Last week we celebrated the return home of USS PROVIDENCE and USS AUGUSTA, the last 2 of 12 submarines we deployed directly in support of Operation Iraqi Freedom. Launching over thirty percent of the 800 Tomahawk Cruise missiles fired, rapidly deploying when we needed them, in some cases having just returned from a 6 month deployment, and remaining deployed for as long as nine months, all of our 12 boats, plus the additional 5 we had deployed outside of the Central Command Region, did a great job. And as soon as they had enough time to load food and weapons, they were ready to go again. America has good reason to be proud of its submarines and submariners.

That pride will increase when VIRGINIA enters the fleet next year. The Submarine Force has waited a long time for this submarine. It’s been six years since we christened our last one, USS CONNECTICUT back in September of 1997. This is in stark contrast to the 3 to 4 christenings per year of Los Angeles class subs in the 1980’s. Now, VIRGINlA should be followed by TEXAS in a year, and others following at a rate of one per year. That is good, but not good enough. We’re on the right course but not the right speed. To have enough submarines to support our country’s future security, we need to be building two Virginia class attack submarines a year.

One of the explanations for this slow build rate is cost.
I suspect most here have heard the discussions surrounding the cost of this submarine. In my opinion, if you want the highest performance, most advanced, and most reliable submarine in the world, and we do, it will never be cheap. In addition to the inherent cost for such a capability, some industrial based decisions that have been made, some inflation estimates that were required to be used and some important acquisition decisions have added substantially to that cost. I will leave a detailed accounting of these issues to others. Speaking for our country’s Undersea Warriors, the bottom line is that we think VIRGINIA is worth every single penny of the taxpayers dollars, we need her and her sister submarines and we need them delivered faster than we are buying them today.

This submarine is superbly suited for the world we live in and for the foreseeable future. Virginia is designed for undersea, surface and near shore dominance across a broad spectrum of missions. With a focus on the littoral battlespace, the shallow coastal areas, VIRGINIA has improved magnetic stealth, sophisticated surveillance capabilities, and unique Special Warfare enhancements. Although externally she may look like a Los Angeles or Seawolf class submarine, she is very different! She is the most flexible and adaptable submarine we’ve ever built, and has revolutionary Combat systems and sensors. All an American submariner needs to do is walk into the control room or the maneuvering room, where we operate the propulsion plant on this boat, and it’s obvious that this is a very different submarine indeed.

With VIRGINIA ‘s christening today, we will mark yet another milestone in the extraordinary history of improvisation, adaptation, experimentation and transformation that is part of who we are as American Submariners.

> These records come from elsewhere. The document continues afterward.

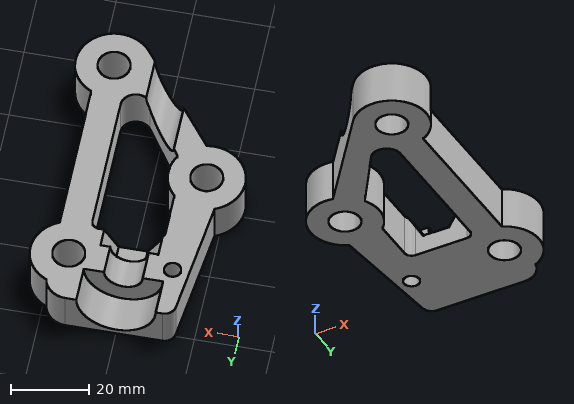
import cadquery as cq
import math

thickness = 12.0
boss_radius = 10.0
boss_hole_diameter = 8.4
total_width = 50.0
boss_x = total_width / 2 - boss_radius
boss_pitch = 60.0
lower_boss = (boss_x, 0)
upper_boss = (boss_x, boss_pitch)
left_boss = (-boss_x, boss_pitch / 2)
bosses = [lower_boss, upper_boss, left_boss]

total_length = 84
top_y = total_length - boss_radius
right_edge_x = 19.15
left_edge_top_x = -14.8
left_edge_bottom_x = -19.9
left_corner_radius = 3.0
right_corner_radius = 6.0
strut_angle = math.radians(52.5)

window_left = -8.0
window_right = 11.0
window_top = 51.0
window_slope = 1.5
window_left_bottom = 27.2
window_right_bottom = window_left_bottom - window_slope * (window_right - window_left)
window_top_radius = 2.0
window_bottom_radius = 3.95

bore_diameter = 20.6
bore_depth = 9.9
channel_diameter = 10.0
hex_corner_diameter = 15.0
hex_end_y = 56.0

pin_hole_diameter = 4.4
pin_hole_x = -12.0


def make_outer_plate():
    """Outer outline, with the strut edge tangent to the lower boss."""
    tangent_x = boss_x - boss_radius * math.sin(strut_angle)
    tangent_y = -boss_radius * math.cos(strut_angle)
    strut_rise = left_boss[1] - tangent_y
    strut_end_x = tangent_x - strut_rise / math.tan(strut_angle)
    outline = [
        (left_edge_top_x, top_y),
        (right_edge_x, top_y),
        (right_edge_x, 0),
        lower_boss,
        (tangent_x, tangent_y),
        (strut_end_x, left_boss[1]),
        (left_edge_bottom_x, left_boss[1]),
    ]
    plate = cq.Workplane("XY").polyline(outline).close().extrude(thickness)
    plate = plate.edges("|Z and >Y").edges("<X").fillet(left_corner_radius)
    return plate.edges("|Z and >Y").edges(">X").fillet(right_corner_radius)


def make_window():
    outline = [
        (window_left, window_top),
        (window_right, window_top),
        (window_right, window_right_bottom),
        (window_left, window_left_bottom),
    ]
    window = cq.Workplane("XY").polyline(outline).close().extrude(thickness)
    window = window.edges("|Z and >Y").fillet(window_top_radius)
    return window.edges("|Z and <Y").fillet(window_bottom_radius)


def axial_plane(end_y):
    """Sketch plane at end_y, centred on the bore axis; extrudes toward -Y."""
    return cq.Workplane("XZ", origin=(0, end_y, thickness))


boss_cylinders = cq.Workplane("XY").pushPoints(bosses).circle(boss_radius).extrude(thickness)
boss_holes = cq.Workplane("XY").pushPoints(bosses).circle(boss_hole_diameter / 2).extrude(thickness)
pin_hole = (
    cq.Workplane("XY").center(pin_hole_x, boss_pitch).circle(pin_hole_diameter / 2).extrude(thickness)
)

bore = axial_plane(top_y).circle(bore_diameter / 2).extrude(bore_depth)
channel = axial_plane(top_y).circle(channel_diameter / 2).extrude(total_length)
hex_length = hex_end_y - window_top + window_top_radius
hex_pocket = axial_plane(hex_end_y).polygon(6, hex_corner_diameter).extrude(hex_length)

result = make_outer_plate().cut(make_window()).union(boss_cylinders)
for recess in (boss_holes, pin_hole, bore, channel, hex_pocket):
    result = result.cut(recess)

If you look at our history, in 103 years we’ve gone from:

  • Little torpedo boats capable of submerging for short periods of time to nuclear powered submersibles that can stay submerged almost indefinitely and roam all the oceans of the world.
  • From land attack capabilities consisting of deck guns, then rockets, to Regulus missiles, Polaris, Poseidon, and now Trident and Tomahawk missiles.
  • From being able to surface and land small reconnaissance or sabotage teams, to submarines that launch and recover Special Operations Forces while remaining submerged and supporting Intelligence collection, Surveillance and Reconnaissance in the war on terrorism.
  • From boats using relatively simple warfighting technology to submarines that can deliver unmanned vehicles of all kinds and employ Information Operations weapons.

Transformation is familiar to submariners and embraced by them; we are now poised for the first time in history to see nuclear submarines achieve their full potential as stealthy general purpose warships.

The ongoing conversion of four Trident Ballistic Missile submarines to SSGNs (guided missile submarines) capable in the near term of carrying 154 Tomahawk missiles and a 66 man Special Operations Force, bodes well for the future of the VIRGINIA class, as the VIRGINIA class bodes well for SSGN. With 20 times the payload of an attack submarine, SSGNs will deliver unprecedented stealthy firepower and Special Forces capability today, while serving as our foundation for naval unmanned vehicle development tomorrow.

These unmanned systems will have a huge impact on naval warfare. They will certainly change what submarines do, and how they look. At the same time, new technological advancements already conceived which are possible for VIRGINIA will. if funded, have useful applications in the SSGN program.

The United States has, today, a unique, competitive advantage in Undersea Warfare, an advantage we do not have to the same degree on the oceans• surface, on land, or in the air. Among the other nations of the world few can compete with us. The barriers to being competitive in the world of undersea warfare include: advanced and unique technologies, sophisticated engineering skills and disciplines, unique infrastructure and most importantly, experience.

We should use our competitive advantage to confuse, confound, disrupt, disarm, discourage and, if that’s not enough, defeat our adversaries. We should exploit it to its fullest extent not only to command the seas, but to dominate the coasts, littorals, and indeed far inland. This competitive advantage offers the opportunity not for marginal superiority, but for warfighting dominance. It is one of our great military opportunities, in this post-cold war world, to deter or prevent war and enhance stability.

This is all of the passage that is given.